Supplied records
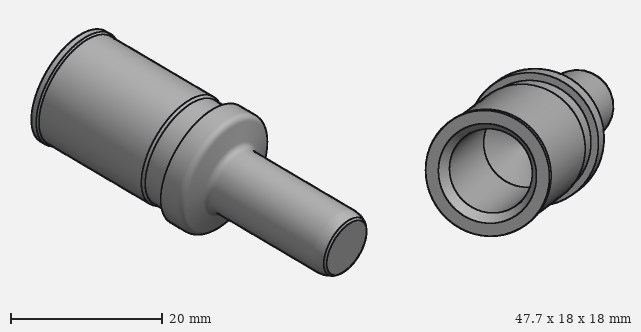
import cadquery as cq
import math

length = 47.7

rim_radius = 8.5
rim_end = 0.85
barrel_radius = 8.25
barrel_start = 1.15
barrel_end = 19.0
neck_radius = 7.95
neck_start = 19.4

flange_radius = 8.99
flange_start = 23.0
flange_rim_end = 25.7
shoulder_radius = 1.0
shoulder_slope = math.radians(75)

pin_radius = 4.75
pin_end = 45.85
nose_radius = 4.35
nose_end = 47.4
tip_radius = 4.05
nose_curve_radius = (
    (nose_end - pin_end) ** 2 + (pin_radius - nose_radius) ** 2
) / (2 * (pin_radius - nose_radius))

mouth_radius = 6.73
bore_radius = 5.7
mouth_depth = 1.7
bore_depth = 19.1
drill_half_angle = math.radians(59)


def arc_point(center_x, center_r, radius, angle):
    """Point on a profile arc, with the angle measured from the radial direction."""
    return (center_x + radius * math.sin(angle), center_r + radius * math.cos(angle))


def make_body():
    """Solid of revolution, before the socket is bored."""
    round_center_r = flange_radius - shoulder_radius
    fillet_center_r = pin_radius + shoulder_radius
    round_end = arc_point(flange_rim_end, round_center_r, shoulder_radius, shoulder_slope)
    round_middle = arc_point(flange_rim_end, round_center_r, shoulder_radius, shoulder_slope / 2)

    fillet_start_r = fillet_center_r - shoulder_radius * math.cos(shoulder_slope)
    fillet_start_x = round_end[0] + (round_end[1] - fillet_start_r) / math.tan(shoulder_slope)
    fillet_end_x = fillet_start_x + shoulder_radius * math.sin(shoulder_slope)
    fillet_middle = arc_point(
        fillet_end_x, fillet_center_r, shoulder_radius, math.pi + shoulder_slope / 2
    )

    nose_angle = math.asin((nose_end - pin_end) / nose_curve_radius)
    nose_middle = arc_point(
        pin_end, pin_radius - nose_curve_radius, nose_curve_radius, nose_angle / 2
    )

    profile = (
        cq.Workplane("XY")
        .moveTo(0, 0)
        .lineTo(0, rim_radius)
        .lineTo(rim_end, rim_radius)
        .lineTo(barrel_start, barrel_radius)
        .lineTo(barrel_end, barrel_radius)
        .lineTo(neck_start, neck_radius)
        .lineTo(flange_start, neck_radius)
        .lineTo(flange_start, flange_radius)
        .lineTo(flange_rim_end, flange_radius)
        .threePointArc(round_middle, round_end)
        .lineTo(fillet_start_x, fillet_start_r)
        .threePointArc(fillet_middle, (fillet_end_x, pin_radius))
        .lineTo(pin_end, pin_radius)
        .threePointArc(nose_middle, (nose_end, nose_radius))
        .lineTo(length, tip_radius)
        .lineTo(length, 0)
        .close()
    )
    return profile.revolve(360, (0, 0, 0), (1, 0, 0))


def make_socket():
    """Bore with a flared mouth and a conical drill-point bottom."""
    drill_tip = bore_depth + bore_radius / math.tan(drill_half_angle)
    profile = (
        cq.Workplane("XY")
        .moveTo(0, 0)
        .lineTo(0, mouth_radius)
        .lineTo(mouth_depth, bore_radius)
        .lineTo(bore_depth, bore_radius)
        .lineTo(drill_tip, 0)
        .close()
    )
    return profile.revolve(360, (0, 0, 0), (1, 0, 0))


result = make_body().cut(make_socket())
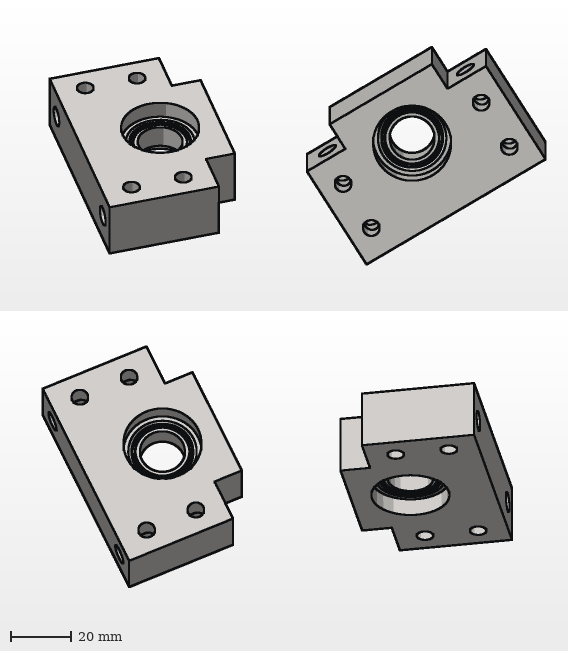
import cadquery as cq

length = 70.0
depth = 48.0
height = 20.0
body_depth = 38.0
tongue_width = 40.0
axis_to_front = 28.0
front_y = -axis_to_front

hole_spacing_x = 54.0
upright_hole_diameter = 5.5
upright_hole_rows = (0.0, -18.0)
cross_hole_diameter = 6.6

mouth_radius = 13.0
bearing_face_depth = 6.0
outer_ring_radius = 11.4
taper_depth = 1.05
shield_radius = 10.3
shield_lip_radius = 9.95
shield_lip_depth = 0.1
shield_depth = 0.15
gap_outer_radius = 9.2
gap_inner_radius = 8.95
gap_depth = 0.35
bore_radius = 7.5


def make_block():
    body = cq.Workplane("XY").box(length, body_depth, height, centered=(True, False, False))
    tongue = cq.Workplane("XY").box(tongue_width, depth, height, centered=(True, False, False))
    return body.union(tongue).translate((0, front_y, 0))


def make_upright_holes():
    places = [(side * hole_spacing_x / 2, y) for side in (-1, 1) for y in upright_hole_rows]
    return cq.Workplane("XY").pushPoints(places).circle(upright_hole_diameter / 2).extrude(height)


def make_cross_holes():
    places = [(side * hole_spacing_x / 2, height / 2) for side in (-1, 1)]
    drills = cq.Workplane("XZ").pushPoints(places).circle(cross_hole_diameter / 2).extrude(-depth)
    return drills.translate((0, front_y, 0))


def make_bearing_bore():
    """Revolved cavity mirrored about mid-height: mouth, tapered outer ring, shield and inner ring bore."""
    face_z = height - bearing_face_depth
    lip_z = face_z - shield_lip_depth
    shield_z = face_z - shield_depth
    gap_z = face_z - gap_depth
    profile = [
        (0, height / 2),
        (bore_radius, height / 2),
        (bore_radius, face_z),
        (gap_inner_radius, face_z),
        (gap_inner_radius, gap_z),
        (gap_outer_radius, gap_z),
        (gap_outer_radius, shield_z),
        (shield_lip_radius, shield_z),
        (shield_lip_radius, lip_z),
        (shield_radius, lip_z),
        (shield_radius, face_z - taper_depth),
        (outer_ring_radius, face_z),
        (mouth_radius, face_z),
        (mouth_radius, height),
        (0, height),
    ]
    upper_half = cq.Workplane("XZ").polyline(profile).close().revolve(360, (0, 0), (0, 1))
    return upper_half.union(upper_half.mirror("XY", (0, 0, height / 2)))


result = (
    make_block()
    .cut(make_upright_holes())
    .cut(make_cross_holes())
    .cut(make_bearing_bore())
)

Problem requirements
Copy out, from the data above, each line where the string "union" is present.

Answer for this exercise
    return body.union(tongue).translate((0, front_y, 0))
    return upper_half.union(upper_half.mirror("XY", (0, 0, height / 2)))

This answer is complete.